In my family of five, only my daughter and my youngest son do not eat trotter and fatty meat. So whenever I cook trotter I have to (actually is a must) buy lean meat or the muscle to add into the dish.
As the name of the dish suggests, the trotters are a mixture of sweet, sour and spicy flavours that make it a very appetizing dish that goes well with plain rice. Make sure you cook extra rice for the day. The sourness and spiciness are just right but I find it a bit too sweet for my taste buds. This dish is something different from what I used to cook my pork trotter with dark soy sauce and sweet dark vinegar （猪脚醋）。
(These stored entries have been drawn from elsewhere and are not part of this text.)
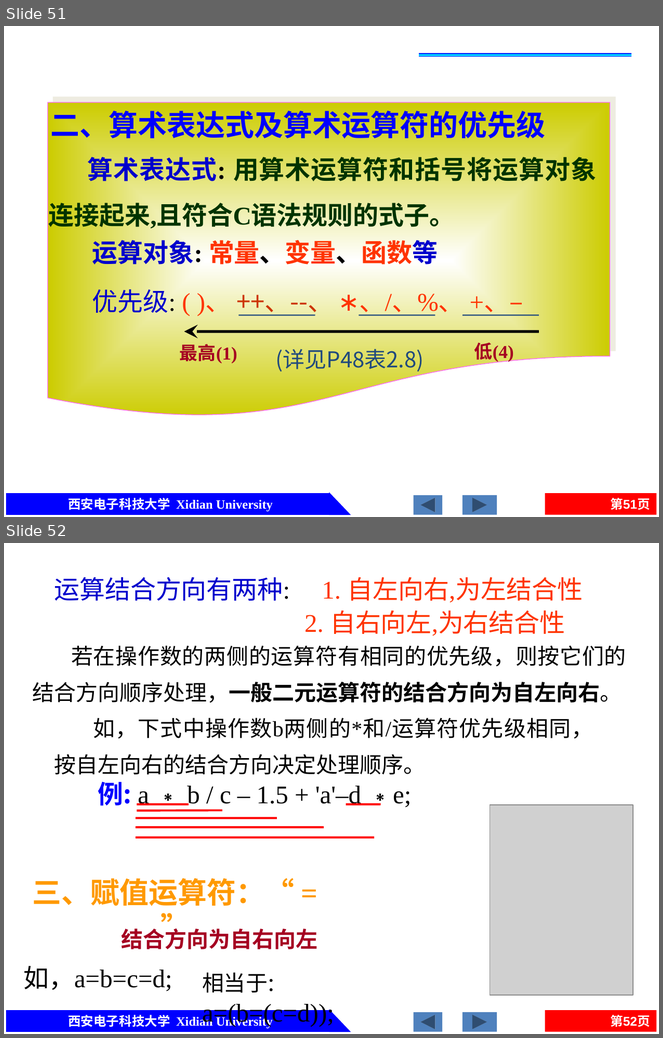
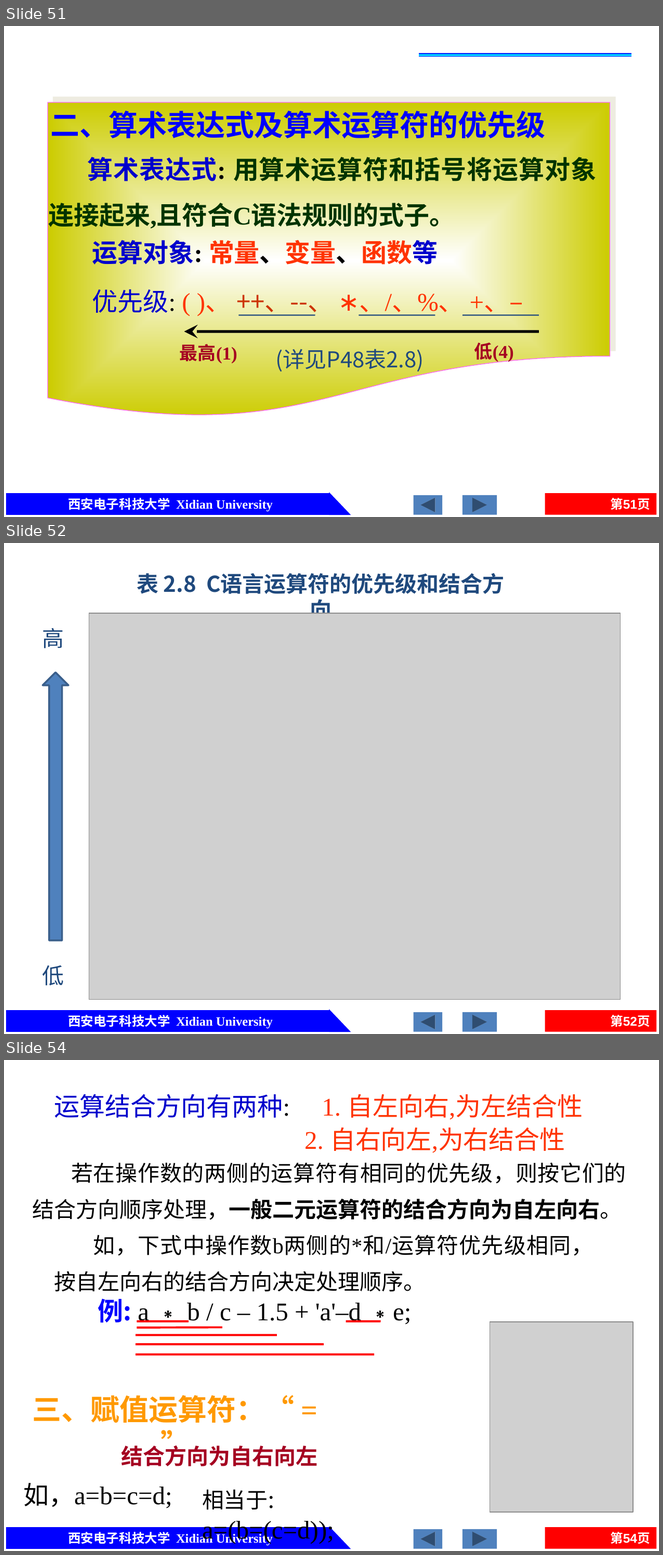
Before and after one commit to jtrfid/C-Repositories, a slide deck: 2016/C语言/课件/第2章 C的基本数据类型及运算.pptx. Shown one above the other, each under a label of ours: slides 51 and 52 before the commit, slides 51, 52 and 54 after it; the slides between them are not shown. The pictures are 663x1038 and 663x1555 pixels, drawn with LibreOffice and Linux fonts; fonts in the diff are those of the drawing; grey boxes stand for pictures. Boxes give left, top, right and bottom in pixels: in the first picture for what was removed or moved away, otherwise in the second. Text is boxed around its words. In the diff, an @@ line names an element or a change of style, - is before the commit and + after.

```diff
--- a/2016/C语言/课件/第2章 C的基本数据类型及运算.pptx
+++ b/2016/C语言/课件/第2章 C的基本数据类型及运算.pptx
@@ slide 52 added at (4,543,659,1034), background #FFFFFF; not listed: 6 template elements that a slide beside it also shows @@
@@ text added at (137,573,196,594), 24 pt, text #1F497D, bold @@
+表 2.8 C语言运算符的优先级和结合方向
@@ picture added at (89,613,621,1000) @@
@@ text added at (42,628,64,649), 24 pt, text #1F497D @@
+高
@@ down arrow added at (42,672,68,941), fill #4F81BD, outline #3A5F8C 2 pt @@
@@ text added at (42,966,64,986), 24 pt, text #1F497D @@
+低
@@ what was slide 52 is now slide 54 @@
@@ page number at (610,1532,650,1545): text changed @@
-第52页
+第54页
```
Also in this commit, not shown: 1 other slide added.

It is very delicious and unique - I recommend u to give it a try if you like strong tastes.
~~ 1 pig trotter (cut onto pieces)
~~ 100 g ginger (sliced)
~~ 10 pcs chilli padi
~~ 6 big red chillies
~~ 1 teaspoon chopped garlic
~~ 50 ml Chines rice vinegar (I put 100 ml)
~~ 1 litre water
1 tablespoon oyster sauce
1 tablespoon light soy sauce
1/2 tablespoon dark soy sauce (I put 1 tbsp)
4 tablespoon sugar
1 teaspoon chicken stock granule
~~1) Wash and drain pig trotter.
~~2) Heat up enough oil in the hot work, saute chopped garlic and ginger until fragrant. Add in trotter, stir- fry briskly until the meat changes the colour.
~~3) Add in water, rice vinegar and seasoning, bring to a boil. Put in chilli padi and big red chillies, cover and simmer at low heat for 35-40 minutes until trotters are tender and the gravy has been absorbed by the meat. Dish and serve hot.